# Saya Process



## captaincaed (Mar 27, 2022)

Decided to make a saya for the B-grind, and basically did it as stupid as possible at every step. But! I think it's coming out pretty well despite my stupidity. It's in the oil stage, which will take a while, and I'll post a final pic when its all done. 



























The last step of hand sanding flat was a bear. Note to self, don't sand the planks almond-shaped with the orbital.


----------



## captaincaed (Mar 27, 2022)

Got a nice light friction fit, added brass perimeter pins, and then sanded to 1000 before wet sanding Tru oil in.


----------



## captaincaed (Mar 28, 2022)

Not great light in the shop, but looking pretty good. Will try to get a better shot in daylight.


----------



## captaincaed (Mar 29, 2022)

Finished!








Your browser is not able to display this video.


----------



## ch_br (Apr 6, 2022)

Very nice work!

How much time in all did it take you?

And how much time would it take for the next one ?


----------



## TB_London (Apr 6, 2022)

Nice work, do you have to do anything to stop grit getting embedded in the wood when sanding? I never sure if I’m being paranoid by only planing, chiselling or rasping inner surfaces
Is the oil finish tru-oil


----------



## captaincaed (Apr 6, 2022)

ch_br said:


> Very nice work!
> 
> How much time in all did it take you?
> 
> And how much time would it take for the next one ?


Haha waaaay too long. If I were smart, I’d have started with a portaband, would have resawed smarter, wouldn’t have used chisels (osage is terrible for tear-out) etc etc etc

I _can_ do it with the tools I have, but not efficiently


----------



## captaincaed (Apr 6, 2022)

TB_London said:


> Nice work, do you have to do anything to stop grit getting embedded in the wood when sanding? I never sure if I’m being paranoid by only planing, chiselling or rasping inner surfaces
> Is the oil finish tru-oil


Thanks! Grit hasn’t really been a worry. Stiff brush and vacuum at the end, cover with oil. You can’t plane osage, so sanding was my only option. Finish is tru-oil


----------



## TB_London (Apr 7, 2022)

captaincaed said:


> Thanks! Grit hasn’t really been a worry. Stiff brush and vacuum at the end, cover with oil. You can’t plane osage, so sanding was my only option. Finish is tru-oil



Good to know, yeah some of the gnarly stuff with alternating grain is annoying for tear out- light backbevel to increase the angle of attack helps a bit, but if you get the cap iron really snugged up on the edge it can really help. Some of the Tropicana with silica in end up sending me to the sharpening stones every few minutes- hence always worrying I’m overthinking!
Good to know you’re not having any issues!

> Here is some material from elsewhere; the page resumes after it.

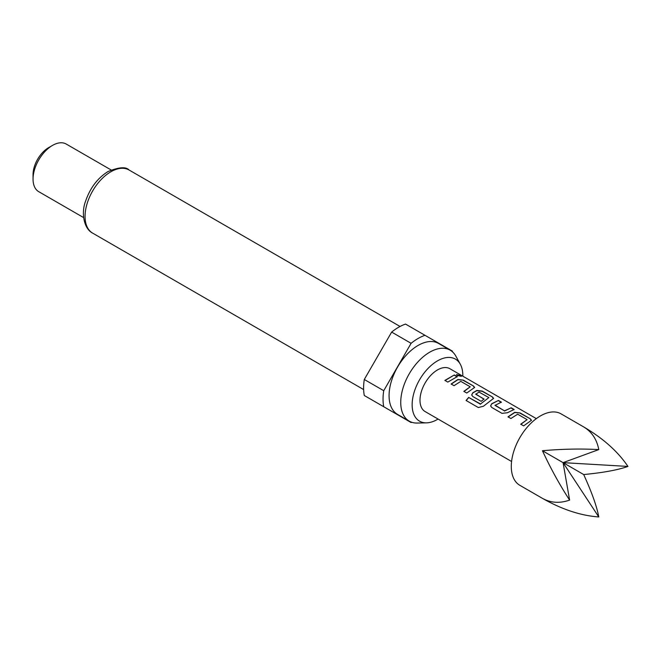 <?xml version="1.0" encoding="UTF-8"?>
<svg xmlns="http://www.w3.org/2000/svg" width="661" height="661" viewBox="0 0 661 661"><rect width="100%" height="100%" fill="white"/><g stroke="black" fill="none" stroke-linecap="round" stroke-linejoin="round"><path stroke-width="0.99" d="M460.502 375.522L461.337 376.274L457.288 375.506L456.528 374.58L460.502 375.522M456.528 374.721L461.213 376.373M561.073 413.869L583.688 426.923L561.073 413.869A41.246 23.813 120 0 0 519.827 437.681A41.246 23.813 120 0 0 519.827 485.306L542.441 498.361C550.729 502.938 559.793 503.525 569.617 500.104C559.793 485.042 550.729 468.591 542.441 450.736C562.048 448.993 580.829 448.604 598.783 449.587C596.825 439.367 591.793 431.815 583.688 426.923L583.688 426.923C603.113 438.35 617.87 451.513 627.95 466.426C617.87 469.996 603.113 472.698 583.688 474.548C591.793 492.296 596.825 506.433 598.783 516.943C580.829 515.671 562.048 509.474 542.441 498.361L519.827 485.306M507.995 416.835L514.754 412.324L520.149 412.96L530.353 418.851L531.494 420.272L523.652 425.866L520.728 424.188L527.106 419.652L517.67 414.207L510.912 418.512L507.995 416.835M520.785 424.37L527.106 419.652M501.963 413.348L491.759 407.457L490.636 405.912L491.718 403.731L498.468 400.442L501.385 402.128L495.023 405.391L504.45 410.836L511.201 407.796L514.118 409.481L507.367 412.77L501.963 413.348M495.015 405.143L504.45 410.836M468.649 397.41L480.564 403.995L488.867 397.575L479.051 392.105L475.746 394.262L484.034 399.046L481.158 401.343L472.797 396.509L471.681 394.964L472.755 392.783L476.837 390.428L482.233 391.072L492.437 396.964L493.585 398.376L483.439 406.242L478.316 407.54L466.063 400.467L468.649 397.41L480.192 404.069M480.266 404.235L488.867 397.575M475.738 394.014L484.05 399.261M451.116 384L457.883 379.488L463.27 380.125L473.483 386.016L474.623 387.437L466.773 393.031L463.857 391.345L470.227 386.809L460.8 381.364L454.033 385.677L451.116 384M463.906 391.535L470.227 386.809M444.903 380.397L454.33 374.961L457.247 376.646L447.811 382.083L444.903 380.397M425.114 411.572L511.581 461.494L425.114 411.572A24.746 14.286 -60 0 1 425.114 383A24.746 14.286 -60 0 1 449.86 368.706L536.327 418.628M462.824 376.192A35.843 20.698 120 0 0 460.312 364.252A35.843 20.698 120 0 0 437.483 360.873A35.843 20.698 120 0 0 412.778 397.889A35.843 20.698 120 0 0 426.477 422.858A35.843 20.698 120 0 0 437.483 419.405A35.843 20.698 120 0 0 438.078 419.057M460.312 364.252L455.801 356.056A40.974 23.656 120 0 0 450.191 350.173A40.974 23.656 120 0 0 429.708 352.197A40.974 23.656 120 0 0 402.946 388.304A40.974 23.656 120 0 0 409.225 421.131A40.974 23.656 120 0 0 417.124 423.048L426.477 422.858M450.191 350.173L438.532 343.431A40.974 23.656 120 0 0 418.041 345.463A40.974 23.656 120 0 0 391.279 381.571A40.974 23.656 120 0 0 397.558 414.397L409.225 421.131M33.05 179.098L33.05 174.603A21.995 12.699 120 0 1 48.608 147.659L52.492 145.42A27.498 15.872 120 0 0 33.05 179.098A27.498 15.872 120 0 0 38.743 191.682L83.633 217.601M411.101 343.315A49.492 28.58 120 0 1 418.041 338.506A49.492 28.58 120 0 1 424.982 335.301L405.54 324.072A49.492 28.58 120 0 0 398.6 327.278A49.492 28.58 120 0 0 391.651 332.086L364.294 379.48A49.492 28.58 120 0 0 364.294 395.509L383.735 406.738A49.492 28.58 120 0 1 383.735 390.701L411.101 343.315L391.651 332.086M364.294 379.48L383.735 390.701M452.479 351.826A49.492 28.58 120 0 0 452.347 351.09L424.982 335.301M383.735 406.738L411.101 422.536A49.492 28.58 120 0 0 411.795 422.288M111.131 169.968L66.24 144.057A27.498 15.872 120 0 0 52.492 145.42L48.608 147.659M598.783 516.943L563.065 462.642L569.617 500.104M598.783 449.587L563.065 462.642L627.95 466.426M583.688 474.548L542.441 450.736M444.952 380.587L454.33 374.961M454.281 375.208L457.189 376.894M451.174 384.181L457.858 379.72L463.27 380.125M463.221 380.372L473.483 386.016M473.425 386.264L474.581 387.561M466.17 400.591L468.723 397.567M471.706 395.055L472.78 392.998L476.821 390.668L482.175 391.312L492.437 396.964M492.387 397.211L493.544 398.509M490.66 406.003L491.718 403.731M504.467 411.043L511.201 407.796M511.151 408.044L514.068 409.729M491.734 403.937L498.468 400.442M498.411 400.69L501.327 402.375M508.045 417.017L514.729 412.555L520.149 412.96M520.091 413.208L530.353 418.851M530.304 419.099L531.461 420.396M92.606 233.102C83.906 228.78 80.948 212.949 85.608 201.118C90.193 187.84 97.679 177.983 108.074 171.53C118.972 167.084 125.962 166.58 129.044 169.993A36.438 21.036 120 0 0 110.825 171.794A36.438 21.036 120 0 0 87.021 203.902A36.438 21.036 120 0 0 92.606 233.102L363.633 389.577M129.044 169.993L400.062 326.468"/></g></svg>
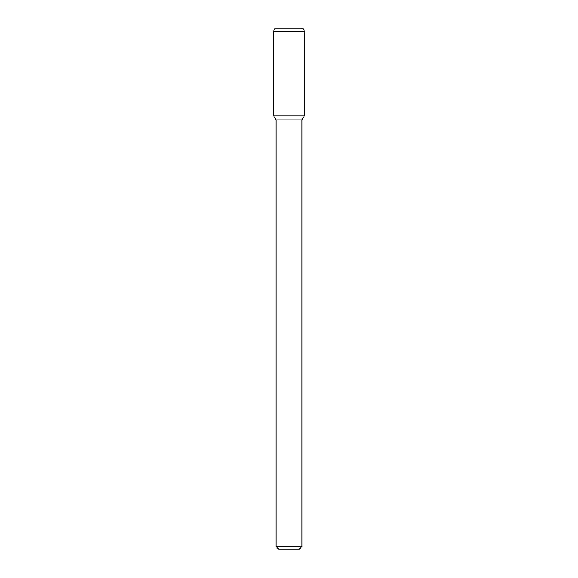 <?xml version="1.0" encoding="UTF-8"?>
<svg xmlns="http://www.w3.org/2000/svg" width="578" height="578" viewBox="0 0 578 578"><rect width="100%" height="100%" fill="white"/><g stroke="black" fill="none" stroke-linecap="round" stroke-linejoin="round"><path stroke-width="0.87" d="M302.005 546.499L275.995 546.499L278.596 549.1L299.404 549.1L302.005 546.499L302.005 119.884L304.765 115.109L304.765 31.501L273.235 31.501L273.235 115.109L304.765 115.109L273.235 115.109L275.995 119.884L302.005 119.884M273.235 31.501L274.738 28.9L303.262 28.9L304.765 31.501M275.995 546.499L275.995 119.884"/></g></svg>

I really like tru oil but ended up wasting half of every bottle I got as it polymerised in the bottle. Should give it another try again


----------



## Skylar303 (Apr 7, 2022)

TB_London said:


> Good to know, yeah some of the gnarly stuff with alternating grain is annoying for tear out- light backbevel to increase the angle of attack helps a bit, but if you get the cap iron really snugged up on the edge it can really help. Some of the Tropicana with silica in end up sending me to the sharpening stones every few minutes- hence always worrying I’m overthinking!
> Good to know you’re not having any issues!
> 
> I really like tru oil but ended up wasting half of every bottle I got as it polymerised in the bottle. Should give it another try again


You maybe able to save it by adding some mineral spirits? Although I suppose a new can wouldn't be wallet breaking. 

@captaincaed, great first go around! Looks like it fits like a glove.


----------



## captaincaed (Apr 7, 2022)

TB_London said:


> Good to know, yeah some of the gnarly stuff with alternating grain is annoying for tear out- light backbevel to increase the angle of attack helps a bit, but if you get the cap iron really snugged up on the edge it can really help. Some of the Tropicana with silica in end up sending me to the sharpening stones every few minutes- hence always worrying I’m overthinking!
> Good to know you’re not having any issues!
> 
> I really like tru oil but ended up wasting half of every bottle I got as it polymerised in the bottle. Should give it another try again


Wet sanding very fine the first 3-4 coats thinned with mineral spirits helps get an even finish.


----------



## Atso_J (Apr 14, 2022)

What size are the pins? 2-3mm?


----------



## captaincaed (Apr 14, 2022)

3/32" - whatever the store had!


----------



## Atso_J (Apr 15, 2022)

Thanks! That rounds to 2.4mm. I'm getting 4mm brass for handle pins and thought it could be ok for sayas as well. Kinda sounds a bit too thick right now in comparison... And guess what, that's the "whatever the store has" in my case  No thinner, no thicker.

And I should have said this to start with: Awesome work


----------



## captaincaed (Apr 15, 2022)

Hey thanks!

What are you working on for the rehandle?

I think 4mm stock will be just fine, just make sure the saya frame (the middle third of the sandwich) is wide enough to handle it.


----------



## Atso_J (Apr 15, 2022)

captaincaed said:


> Hey thanks!
> 
> What are you working on for the rehandle?
> 
> I think 4mm stock will be just fine, just make sure the saya frame (the middle third of the sandwich) is wide enough to handle it.



Couple of Masamotos that are in quite bad shape (one 270mm gyuto actually missing the whole tang) and some cheaper knives too. A stainless Sukehisa gyuto for example and a real wild card bunka that says "Hi-Sharp" on the blade (3 layers with a carbon steel core I think). I'll definitely start a thread on those!


----------



## captaincaed (Apr 15, 2022)

Definitely! I absolutely love restoration projects. So many things still have so much life in them.


----------